- [Task statement]:
Pull out every line with the word "flattened" from the entries below.

- [Excerpted records]:
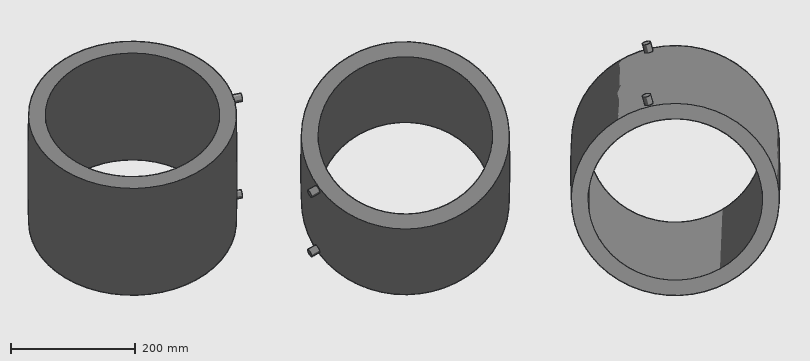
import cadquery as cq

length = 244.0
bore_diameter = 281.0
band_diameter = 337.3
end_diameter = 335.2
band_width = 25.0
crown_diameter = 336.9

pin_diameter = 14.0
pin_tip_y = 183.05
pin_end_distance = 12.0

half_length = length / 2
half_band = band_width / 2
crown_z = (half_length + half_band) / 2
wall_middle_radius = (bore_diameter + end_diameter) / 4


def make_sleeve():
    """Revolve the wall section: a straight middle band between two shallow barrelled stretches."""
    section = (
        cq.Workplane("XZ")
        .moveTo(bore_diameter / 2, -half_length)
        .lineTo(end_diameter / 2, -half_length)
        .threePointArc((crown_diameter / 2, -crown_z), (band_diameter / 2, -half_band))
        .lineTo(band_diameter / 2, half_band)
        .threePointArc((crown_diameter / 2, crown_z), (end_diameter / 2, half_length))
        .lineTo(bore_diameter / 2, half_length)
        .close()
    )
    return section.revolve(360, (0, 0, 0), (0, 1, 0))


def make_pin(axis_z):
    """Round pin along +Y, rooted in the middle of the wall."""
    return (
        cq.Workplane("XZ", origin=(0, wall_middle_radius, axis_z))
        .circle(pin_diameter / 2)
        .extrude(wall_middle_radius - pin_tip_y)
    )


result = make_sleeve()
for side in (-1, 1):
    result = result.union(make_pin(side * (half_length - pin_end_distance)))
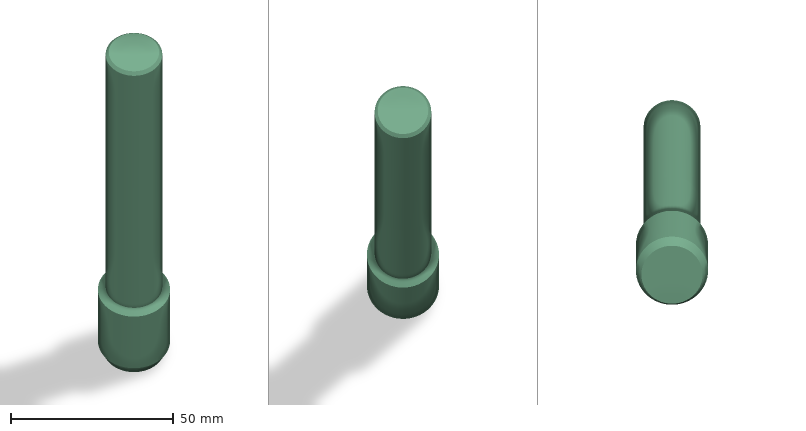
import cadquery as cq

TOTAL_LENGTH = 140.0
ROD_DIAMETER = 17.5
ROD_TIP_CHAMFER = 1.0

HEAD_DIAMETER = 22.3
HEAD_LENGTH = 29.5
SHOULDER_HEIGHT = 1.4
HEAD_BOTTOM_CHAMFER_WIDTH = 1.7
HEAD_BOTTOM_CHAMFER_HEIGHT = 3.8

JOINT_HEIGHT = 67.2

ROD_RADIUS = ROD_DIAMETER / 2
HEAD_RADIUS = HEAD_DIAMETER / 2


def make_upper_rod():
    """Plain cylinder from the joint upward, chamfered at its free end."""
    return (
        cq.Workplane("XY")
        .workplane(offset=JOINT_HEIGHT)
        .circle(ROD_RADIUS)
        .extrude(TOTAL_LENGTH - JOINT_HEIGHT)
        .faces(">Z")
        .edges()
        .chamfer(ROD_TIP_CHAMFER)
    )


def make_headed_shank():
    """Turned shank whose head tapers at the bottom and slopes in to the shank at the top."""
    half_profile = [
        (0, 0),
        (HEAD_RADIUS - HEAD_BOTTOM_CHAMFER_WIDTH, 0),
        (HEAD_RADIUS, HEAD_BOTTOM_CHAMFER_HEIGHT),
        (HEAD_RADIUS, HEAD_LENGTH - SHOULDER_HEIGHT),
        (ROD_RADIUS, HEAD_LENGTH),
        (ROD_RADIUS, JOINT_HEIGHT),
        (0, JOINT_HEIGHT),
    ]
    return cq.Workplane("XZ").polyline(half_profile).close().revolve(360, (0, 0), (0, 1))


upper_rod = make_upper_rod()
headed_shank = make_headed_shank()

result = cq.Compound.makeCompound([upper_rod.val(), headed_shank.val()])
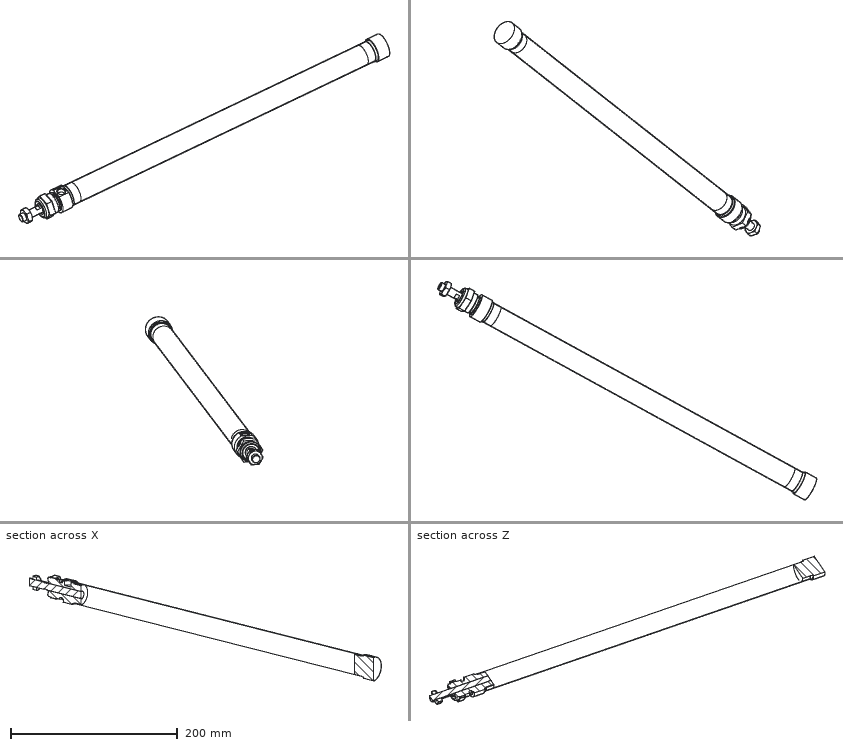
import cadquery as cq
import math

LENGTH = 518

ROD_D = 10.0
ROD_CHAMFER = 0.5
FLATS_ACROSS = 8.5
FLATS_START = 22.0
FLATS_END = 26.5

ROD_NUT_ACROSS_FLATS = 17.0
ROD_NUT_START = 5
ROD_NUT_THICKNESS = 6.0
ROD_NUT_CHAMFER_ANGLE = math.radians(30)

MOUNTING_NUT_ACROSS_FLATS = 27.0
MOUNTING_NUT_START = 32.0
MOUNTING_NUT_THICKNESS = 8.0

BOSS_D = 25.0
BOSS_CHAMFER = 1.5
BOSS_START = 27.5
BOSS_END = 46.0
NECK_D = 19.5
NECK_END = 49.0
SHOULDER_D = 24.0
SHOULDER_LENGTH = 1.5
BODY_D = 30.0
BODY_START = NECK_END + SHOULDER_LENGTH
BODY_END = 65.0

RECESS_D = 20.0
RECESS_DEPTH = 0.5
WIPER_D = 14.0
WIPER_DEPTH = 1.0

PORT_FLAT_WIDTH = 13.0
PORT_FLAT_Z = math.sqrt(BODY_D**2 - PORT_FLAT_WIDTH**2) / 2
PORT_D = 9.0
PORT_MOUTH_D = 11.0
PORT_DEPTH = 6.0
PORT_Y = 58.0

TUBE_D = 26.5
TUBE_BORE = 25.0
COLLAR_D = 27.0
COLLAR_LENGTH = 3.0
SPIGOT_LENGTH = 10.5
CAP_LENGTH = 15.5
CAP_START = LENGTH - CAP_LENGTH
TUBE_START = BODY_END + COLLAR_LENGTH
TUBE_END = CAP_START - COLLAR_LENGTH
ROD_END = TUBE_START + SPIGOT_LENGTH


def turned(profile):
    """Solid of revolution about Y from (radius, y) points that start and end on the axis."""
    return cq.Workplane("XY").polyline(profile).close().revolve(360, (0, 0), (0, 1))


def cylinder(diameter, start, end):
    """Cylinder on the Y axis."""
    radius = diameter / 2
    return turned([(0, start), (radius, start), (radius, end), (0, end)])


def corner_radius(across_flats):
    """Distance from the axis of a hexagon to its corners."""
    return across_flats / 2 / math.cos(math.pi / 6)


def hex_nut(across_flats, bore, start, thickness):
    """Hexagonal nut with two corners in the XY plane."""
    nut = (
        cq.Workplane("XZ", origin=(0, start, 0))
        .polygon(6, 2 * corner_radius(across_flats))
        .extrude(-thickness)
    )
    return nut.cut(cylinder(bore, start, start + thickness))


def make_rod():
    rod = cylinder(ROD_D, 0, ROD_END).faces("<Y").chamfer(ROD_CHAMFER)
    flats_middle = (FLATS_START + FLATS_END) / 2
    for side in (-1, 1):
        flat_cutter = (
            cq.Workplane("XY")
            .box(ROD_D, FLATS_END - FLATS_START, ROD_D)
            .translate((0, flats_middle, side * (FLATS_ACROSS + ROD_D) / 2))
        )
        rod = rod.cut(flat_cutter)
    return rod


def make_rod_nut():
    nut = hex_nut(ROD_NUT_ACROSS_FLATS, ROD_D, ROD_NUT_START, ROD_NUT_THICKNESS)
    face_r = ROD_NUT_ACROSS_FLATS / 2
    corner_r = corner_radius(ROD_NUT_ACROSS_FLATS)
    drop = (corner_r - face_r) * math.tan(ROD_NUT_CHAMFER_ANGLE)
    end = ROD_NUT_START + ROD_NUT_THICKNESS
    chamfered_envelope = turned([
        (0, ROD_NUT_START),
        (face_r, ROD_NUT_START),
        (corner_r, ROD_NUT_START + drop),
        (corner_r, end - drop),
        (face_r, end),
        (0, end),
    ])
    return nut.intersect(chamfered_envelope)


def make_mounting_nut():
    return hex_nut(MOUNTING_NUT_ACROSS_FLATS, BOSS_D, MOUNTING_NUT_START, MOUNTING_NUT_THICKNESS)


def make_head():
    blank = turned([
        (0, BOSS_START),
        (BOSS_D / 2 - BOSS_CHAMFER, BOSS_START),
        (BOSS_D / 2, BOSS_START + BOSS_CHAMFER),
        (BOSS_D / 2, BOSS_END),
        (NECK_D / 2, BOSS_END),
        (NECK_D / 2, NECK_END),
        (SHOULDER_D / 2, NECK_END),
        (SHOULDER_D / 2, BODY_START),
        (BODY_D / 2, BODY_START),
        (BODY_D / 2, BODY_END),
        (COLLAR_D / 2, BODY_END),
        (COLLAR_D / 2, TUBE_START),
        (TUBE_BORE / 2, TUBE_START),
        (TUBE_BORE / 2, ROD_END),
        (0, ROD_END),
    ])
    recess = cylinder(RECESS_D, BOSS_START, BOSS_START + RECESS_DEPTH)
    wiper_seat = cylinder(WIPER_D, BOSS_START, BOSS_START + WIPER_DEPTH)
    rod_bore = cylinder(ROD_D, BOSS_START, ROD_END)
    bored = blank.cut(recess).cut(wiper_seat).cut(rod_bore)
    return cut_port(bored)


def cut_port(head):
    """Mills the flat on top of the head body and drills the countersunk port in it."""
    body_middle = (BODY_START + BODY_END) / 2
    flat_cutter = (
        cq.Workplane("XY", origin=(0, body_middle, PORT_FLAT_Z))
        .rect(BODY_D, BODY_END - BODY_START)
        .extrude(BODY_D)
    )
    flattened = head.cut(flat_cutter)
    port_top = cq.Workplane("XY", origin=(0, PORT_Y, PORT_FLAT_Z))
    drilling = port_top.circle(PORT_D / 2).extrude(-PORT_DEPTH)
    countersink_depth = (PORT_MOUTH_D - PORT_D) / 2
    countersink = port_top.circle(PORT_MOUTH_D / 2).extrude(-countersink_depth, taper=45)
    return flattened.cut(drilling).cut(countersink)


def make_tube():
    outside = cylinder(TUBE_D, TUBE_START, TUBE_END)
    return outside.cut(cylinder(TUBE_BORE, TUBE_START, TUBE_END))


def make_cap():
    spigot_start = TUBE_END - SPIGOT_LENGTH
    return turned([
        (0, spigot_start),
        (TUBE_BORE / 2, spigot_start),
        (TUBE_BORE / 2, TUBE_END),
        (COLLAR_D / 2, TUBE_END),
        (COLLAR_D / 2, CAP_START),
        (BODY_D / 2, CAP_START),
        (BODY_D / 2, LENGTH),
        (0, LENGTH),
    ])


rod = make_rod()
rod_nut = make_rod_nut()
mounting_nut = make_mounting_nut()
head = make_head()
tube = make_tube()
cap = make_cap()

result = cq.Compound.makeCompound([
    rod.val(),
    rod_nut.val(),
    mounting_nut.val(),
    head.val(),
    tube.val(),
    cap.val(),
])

==

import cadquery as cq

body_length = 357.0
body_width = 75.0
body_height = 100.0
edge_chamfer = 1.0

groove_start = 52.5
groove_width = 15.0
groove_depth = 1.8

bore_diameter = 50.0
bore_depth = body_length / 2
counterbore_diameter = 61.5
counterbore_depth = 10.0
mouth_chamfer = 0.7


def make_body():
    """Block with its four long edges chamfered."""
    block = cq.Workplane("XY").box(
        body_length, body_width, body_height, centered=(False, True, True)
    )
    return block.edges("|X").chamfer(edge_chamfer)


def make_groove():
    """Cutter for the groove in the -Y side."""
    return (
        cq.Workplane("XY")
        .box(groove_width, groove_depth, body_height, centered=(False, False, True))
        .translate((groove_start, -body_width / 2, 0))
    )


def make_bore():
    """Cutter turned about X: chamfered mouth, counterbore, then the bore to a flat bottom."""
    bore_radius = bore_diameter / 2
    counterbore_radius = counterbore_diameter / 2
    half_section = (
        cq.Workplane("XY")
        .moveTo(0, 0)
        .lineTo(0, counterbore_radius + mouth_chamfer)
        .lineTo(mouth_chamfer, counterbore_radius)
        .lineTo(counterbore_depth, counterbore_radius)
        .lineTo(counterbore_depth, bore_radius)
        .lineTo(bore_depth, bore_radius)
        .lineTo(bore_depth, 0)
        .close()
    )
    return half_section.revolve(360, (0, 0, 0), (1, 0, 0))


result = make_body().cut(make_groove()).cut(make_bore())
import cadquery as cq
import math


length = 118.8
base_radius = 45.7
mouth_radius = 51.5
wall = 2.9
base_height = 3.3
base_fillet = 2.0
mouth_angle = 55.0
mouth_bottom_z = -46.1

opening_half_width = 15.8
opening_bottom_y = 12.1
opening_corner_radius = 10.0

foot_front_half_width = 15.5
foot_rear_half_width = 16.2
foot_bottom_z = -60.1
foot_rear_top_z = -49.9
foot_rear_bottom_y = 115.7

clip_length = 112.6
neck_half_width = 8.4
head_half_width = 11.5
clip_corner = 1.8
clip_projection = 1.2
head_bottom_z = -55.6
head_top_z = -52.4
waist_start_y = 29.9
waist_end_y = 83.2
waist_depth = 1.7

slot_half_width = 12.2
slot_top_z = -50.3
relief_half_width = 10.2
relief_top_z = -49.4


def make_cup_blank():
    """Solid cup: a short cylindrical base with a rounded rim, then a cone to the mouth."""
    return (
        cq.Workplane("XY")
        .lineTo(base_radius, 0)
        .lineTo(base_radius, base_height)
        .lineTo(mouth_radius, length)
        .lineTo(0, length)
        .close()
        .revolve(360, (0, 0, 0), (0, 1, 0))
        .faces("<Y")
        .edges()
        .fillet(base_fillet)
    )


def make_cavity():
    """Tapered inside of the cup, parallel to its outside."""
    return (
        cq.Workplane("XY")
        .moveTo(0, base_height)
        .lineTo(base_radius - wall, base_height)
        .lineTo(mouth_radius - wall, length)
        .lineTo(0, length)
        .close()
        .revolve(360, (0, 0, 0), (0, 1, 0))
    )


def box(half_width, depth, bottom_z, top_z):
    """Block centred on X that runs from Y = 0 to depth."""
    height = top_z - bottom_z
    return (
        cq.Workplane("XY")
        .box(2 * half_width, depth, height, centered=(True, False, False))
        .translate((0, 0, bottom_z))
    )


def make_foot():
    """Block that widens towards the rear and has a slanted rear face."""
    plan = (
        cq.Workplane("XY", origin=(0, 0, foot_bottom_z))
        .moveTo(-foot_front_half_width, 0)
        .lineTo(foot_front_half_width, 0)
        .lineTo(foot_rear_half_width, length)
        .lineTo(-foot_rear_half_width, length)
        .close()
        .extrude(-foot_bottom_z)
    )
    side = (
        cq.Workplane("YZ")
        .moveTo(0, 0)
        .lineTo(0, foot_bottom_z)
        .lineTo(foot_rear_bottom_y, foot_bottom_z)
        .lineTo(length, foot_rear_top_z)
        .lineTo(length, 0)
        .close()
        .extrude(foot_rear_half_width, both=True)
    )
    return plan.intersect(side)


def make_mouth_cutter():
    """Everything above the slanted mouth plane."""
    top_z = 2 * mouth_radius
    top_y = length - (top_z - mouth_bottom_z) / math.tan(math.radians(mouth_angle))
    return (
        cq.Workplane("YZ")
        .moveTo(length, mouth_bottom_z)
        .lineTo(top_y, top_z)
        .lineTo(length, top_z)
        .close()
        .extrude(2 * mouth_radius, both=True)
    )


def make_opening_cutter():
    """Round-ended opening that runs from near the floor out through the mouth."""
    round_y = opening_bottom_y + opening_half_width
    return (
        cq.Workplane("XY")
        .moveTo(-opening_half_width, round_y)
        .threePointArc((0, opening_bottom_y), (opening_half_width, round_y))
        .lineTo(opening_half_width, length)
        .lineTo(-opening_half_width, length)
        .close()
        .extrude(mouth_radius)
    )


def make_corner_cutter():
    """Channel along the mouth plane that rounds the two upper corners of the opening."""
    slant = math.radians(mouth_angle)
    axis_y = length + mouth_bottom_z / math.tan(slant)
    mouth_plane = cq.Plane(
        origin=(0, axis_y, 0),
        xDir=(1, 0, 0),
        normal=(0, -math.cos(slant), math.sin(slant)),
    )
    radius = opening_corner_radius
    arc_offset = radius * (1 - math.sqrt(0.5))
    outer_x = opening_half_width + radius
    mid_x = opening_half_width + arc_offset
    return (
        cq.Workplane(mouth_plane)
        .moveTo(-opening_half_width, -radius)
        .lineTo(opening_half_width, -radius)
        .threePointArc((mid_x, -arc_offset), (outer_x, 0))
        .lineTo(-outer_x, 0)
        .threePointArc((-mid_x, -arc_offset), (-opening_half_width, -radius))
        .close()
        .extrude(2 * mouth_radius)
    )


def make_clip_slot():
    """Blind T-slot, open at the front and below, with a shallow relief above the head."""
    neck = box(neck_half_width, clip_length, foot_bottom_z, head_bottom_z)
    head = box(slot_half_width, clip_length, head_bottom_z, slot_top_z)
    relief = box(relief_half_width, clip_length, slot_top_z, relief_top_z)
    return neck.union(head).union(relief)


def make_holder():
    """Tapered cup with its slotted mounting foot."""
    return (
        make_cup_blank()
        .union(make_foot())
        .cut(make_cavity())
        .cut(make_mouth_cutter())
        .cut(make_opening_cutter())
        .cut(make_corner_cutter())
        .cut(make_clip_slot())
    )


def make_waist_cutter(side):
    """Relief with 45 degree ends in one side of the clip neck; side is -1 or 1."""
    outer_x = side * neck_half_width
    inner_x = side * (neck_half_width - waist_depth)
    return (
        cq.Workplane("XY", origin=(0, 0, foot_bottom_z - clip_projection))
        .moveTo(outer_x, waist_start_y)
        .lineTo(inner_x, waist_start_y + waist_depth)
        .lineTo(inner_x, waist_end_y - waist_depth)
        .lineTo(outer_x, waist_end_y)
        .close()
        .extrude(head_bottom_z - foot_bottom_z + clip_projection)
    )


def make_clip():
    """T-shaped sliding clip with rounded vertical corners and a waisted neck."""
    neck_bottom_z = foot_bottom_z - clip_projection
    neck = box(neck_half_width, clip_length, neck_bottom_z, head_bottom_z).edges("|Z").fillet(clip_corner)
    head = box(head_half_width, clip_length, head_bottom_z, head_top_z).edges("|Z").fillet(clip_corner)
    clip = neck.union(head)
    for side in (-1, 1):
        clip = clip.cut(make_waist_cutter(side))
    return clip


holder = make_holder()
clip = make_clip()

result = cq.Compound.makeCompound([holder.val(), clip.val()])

- [Problem solution]:
    flattened = head.cut(flat_cutter)
    return flattened.cut(drilling).cut(countersink)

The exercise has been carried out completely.